Ich habe PS auf Deutsch und weiß leider nicht, was mit "Screen" gemeint ist 

Kann mir bite jamand sagen, was ich hier machen muss ?!

"Set that layer to 'Screen'. This is the essential step, as it make the light movable and transparent. "

Gruß und Dank im vorraus


----------



## Michael Och (13. September 2003)

Was machst du, das diese Meldung kommt?


----------



## angelikamorgan (13. September 2003)

Es handelt sich hierbei um keine Meldung !
Ich lerne PS anhand von Tutorials.
Ich soll mein Layer auf "screen" setzen und habe keine ahnung, was damit gemeint ist !


----------



## Michael Och (13. September 2003)

Kannst du mir das Tutorials mal zeigen?
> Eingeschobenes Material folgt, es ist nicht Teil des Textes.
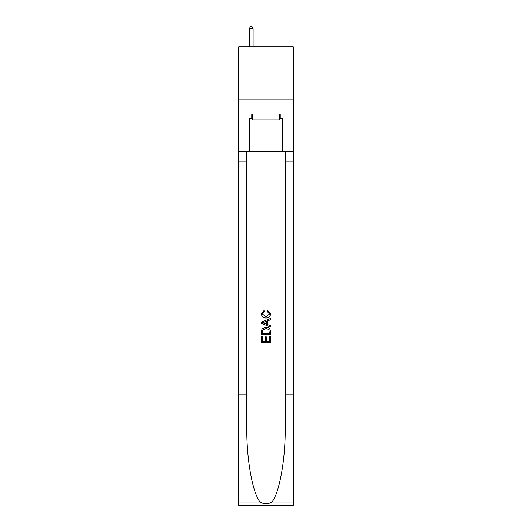 <?xml version="1.0" encoding="UTF-8"?>
<svg xmlns="http://www.w3.org/2000/svg" width="532" height="532" viewBox="0 0 532 532"><rect width="100%" height="100%" fill="white"/><g stroke="black" fill="none" stroke-linecap="round" stroke-linejoin="round"><path stroke-width="0.8" d="M293.278 63.022L293.278 46.803L238.722 46.803L238.722 63.022L293.278 63.022L293.278 99.89L238.722 99.89L238.722 63.022M279.785 114.041L279.785 119.939L252.215 119.939L252.215 114.041M266 114.041L266 119.939M269.398 336.297L269.398 341.511L266.339 341.511L269.398 341.511L269.398 336.297L270.422 336.297L270.422 342.761L261.571 342.761L261.571 336.523L261.571 342.761M265.315 336.862L265.315 341.511L262.595 341.511L265.315 341.511L265.315 336.862L266.339 336.862L266.339 341.511M262.336 328.716L261.697 330.006L262.336 328.716L265.947 327.333C268.78 327.32 270.269 328.683 270.422 331.423L270.422 334.595L261.571 334.595L261.571 331.569L261.571 334.595M267.589 310.322L267.297 311.566L267.589 310.322L270.535 313.933C270.296 316.646 268.76 318.016 265.933 318.03L265.933 318.03C263.214 317.976 261.724 316.613 261.458 313.953L264.032 310.548L264.298 311.792L262.482 314.02L265.927 316.786L269.511 314.046L267.297 311.566M271.706 502.035L293.278 502.035L293.278 505.4L238.722 505.4L238.722 394.804L246.795 394.804L246.795 427.688C246.402 459.109 252.78 494.221 260.294 502.035C264.098 504.462 267.895 504.462 271.706 502.035C279.22 494.221 285.598 459.109 285.205 427.688L285.205 151.5M261.571 322.04L261.571 323.443L270.422 326.954L261.571 323.443L261.571 322.04L270.422 318.522L261.571 322.04M285.205 394.804L293.278 394.804L293.278 99.89M238.722 394.804L238.722 99.89M246.795 151.5L246.795 394.804M293.278 502.035L293.278 394.804M238.722 151.5L249.408 151.5L249.408 118.47L252.215 118.47M279.785 118.47L280.231 118.47L280.231 114.041L251.769 114.041L251.769 118.47M280.231 118.47L282.592 118.47L282.592 151.5L293.278 151.5M249.408 151.5L282.592 151.5M270.422 318.522L270.422 319.845L267.696 320.856L267.696 324.626L270.422 325.631L270.422 326.954M264.224 323.343L266.678 324.247L266.678 321.228L262.595 322.738L264.224 323.343M266.678 321.228L266.678 324.247M261.571 331.569L261.697 330.006M268.773 329.434L269.398 333.345L268.773 329.434L265.927 328.583L262.775 330.093L262.595 333.345L269.398 333.345L262.595 333.345M261.571 336.523L262.595 336.523L262.595 341.511M253.099 46.803L253.099 28.515L249.408 28.515L249.408 46.803M249.408 28.515L250.519 26.6L251.988 26.6L253.099 28.515M285.205 161.821L293.278 161.821M246.795 161.821L238.722 161.821M238.722 502.035L260.294 502.035"/></g></svg>

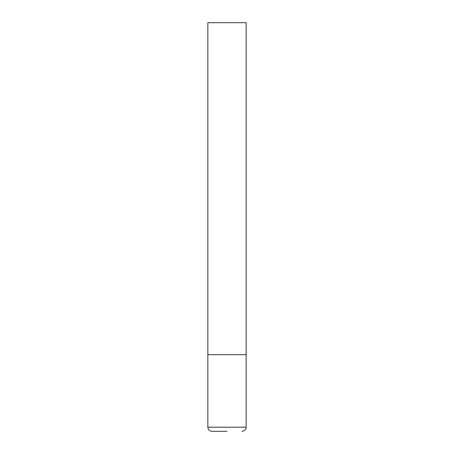 <?xml version="1.0" encoding="UTF-8"?>
<svg xmlns="http://www.w3.org/2000/svg" width="454" height="454" viewBox="0 0 454 454"><rect width="100%" height="100%" fill="white"/><g stroke="black" fill="none" stroke-linecap="round" stroke-linejoin="round"><path stroke-width="0.68" d="M207.847 427.214L246.153 427.214L246.153 354.688L207.847 354.688L246.153 354.688L246.153 22.7L207.847 22.7L207.847 427.214C208.091 429.694 209.453 431.056 211.933 431.3L227 431.3M246.153 427.214C245.909 429.694 244.547 431.056 242.067 431.3"/></g></svg>

Vielleicht kann ich durch den Zusammenhang etwas Licht ins dunkle bringen.


----------



## Jan Seifert (13. September 2003)

Ach wie schön das niemand weiss....
Wir haben eine Suche, dass wollte ich nur mal so erwähnen.
Hättest du gesucht, und gefunden, würdest du soetwas gefunden haben.

Normal - Normal
Sprenkeln - Dissolve
---------------------------------------------
Multiplizieren - Multiply
*Negativ Multiplizieren - Screen*
Ineinander kopieren - Overlay
Weiches Licht - Soft Light
Hartes Licht - Hard Light
---------------------------------------------
Farbig abwedeln - Color Dodge
Farbig nachbelichten - Color Burn
---------------------------------------------
Abdunkeln - Darken
Aufhellen - Lighten
Differenz - Difference
Ausschluß - Exclusion
---------------------------------------------
Fabrton - Hue
Sättigung - Saturation
Farbe - Color
Luminanz - Luminosity


----------